### Records supplied
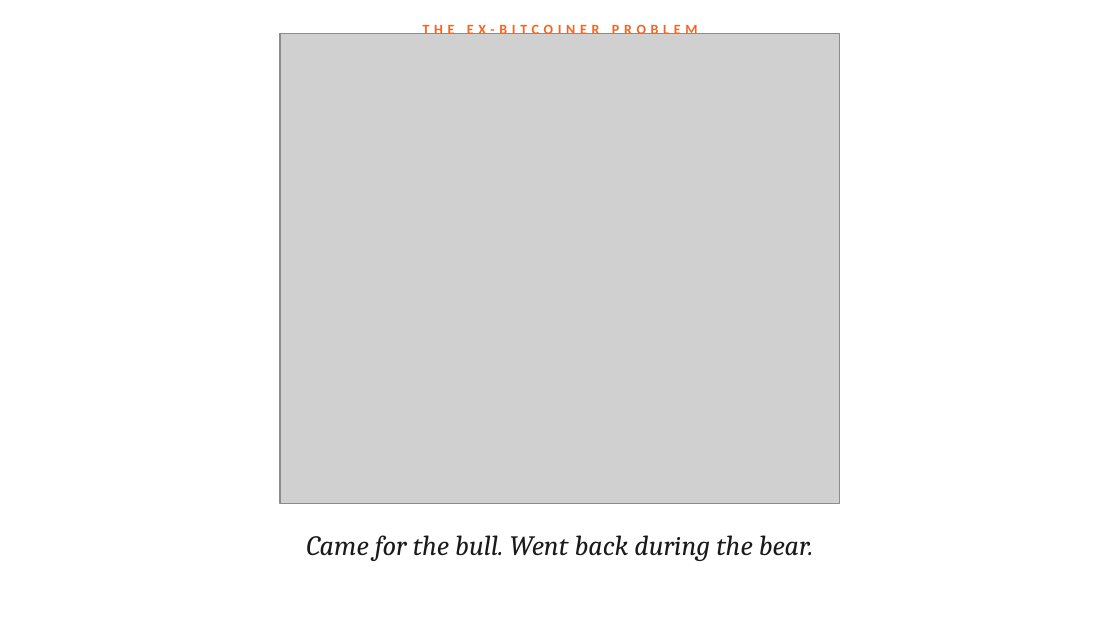
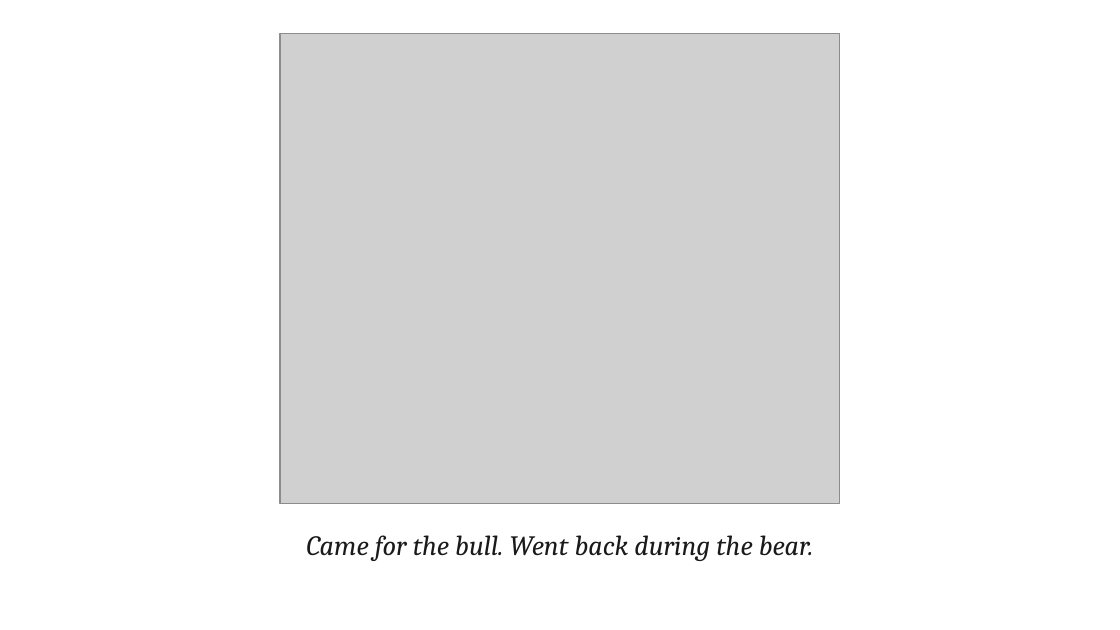
Before and after one commit to setusaurabh/bitcoincierge-pitch-deck, a slide deck: slide 3 of dist/bitcoincierge_pitch_deck.pptx. Drawn at 1120x630 pixels with LibreOffice and Linux fonts; fonts in the diff are those of the drawing; grey boxes stand for pictures. Boxes give left, top, right and bottom in pixels: in the first picture for what was removed or moved away, otherwise in the second. Text is boxed around its words. In the diff, an @@ line names an element or a change of style, - is before the commit and + after.

```diff
--- a/dist/bitcoincierge_pitch_deck.pptx
+++ b/dist/bitcoincierge_pitch_deck.pptx
@@ text removed at (423,22,698,38) @@
-THE EX-BITCOINER PROBLEM
```
Also in this commit, not shown: 9 other slides changed, 3 slides removed, 20 other files.

### Work instruction
Write the data above out again exactly, every line of it, and exclude the pictures.

### Response
Before and after one commit to setusaurabh/bitcoincierge-pitch-deck, a slide deck: slide 3 of dist/bitcoincierge_pitch_deck.pptx. Drawn at 1120x630 pixels with LibreOffice and Linux fonts; fonts in the diff are those of the drawing; grey boxes stand for pictures. Boxes give left, top, right and bottom in pixels: in the first picture for what was removed or moved away, otherwise in the second. Text is boxed around its words. In the diff, an @@ line names an element or a change of style, - is before the commit and + after.

```diff
--- a/dist/bitcoincierge_pitch_deck.pptx
+++ b/dist/bitcoincierge_pitch_deck.pptx
@@ text removed at (423,22,698,38) @@
-THE EX-BITCOINER PROBLEM
```
Also in this commit, not shown: 9 other slides changed, 3 slides removed, 20 other files.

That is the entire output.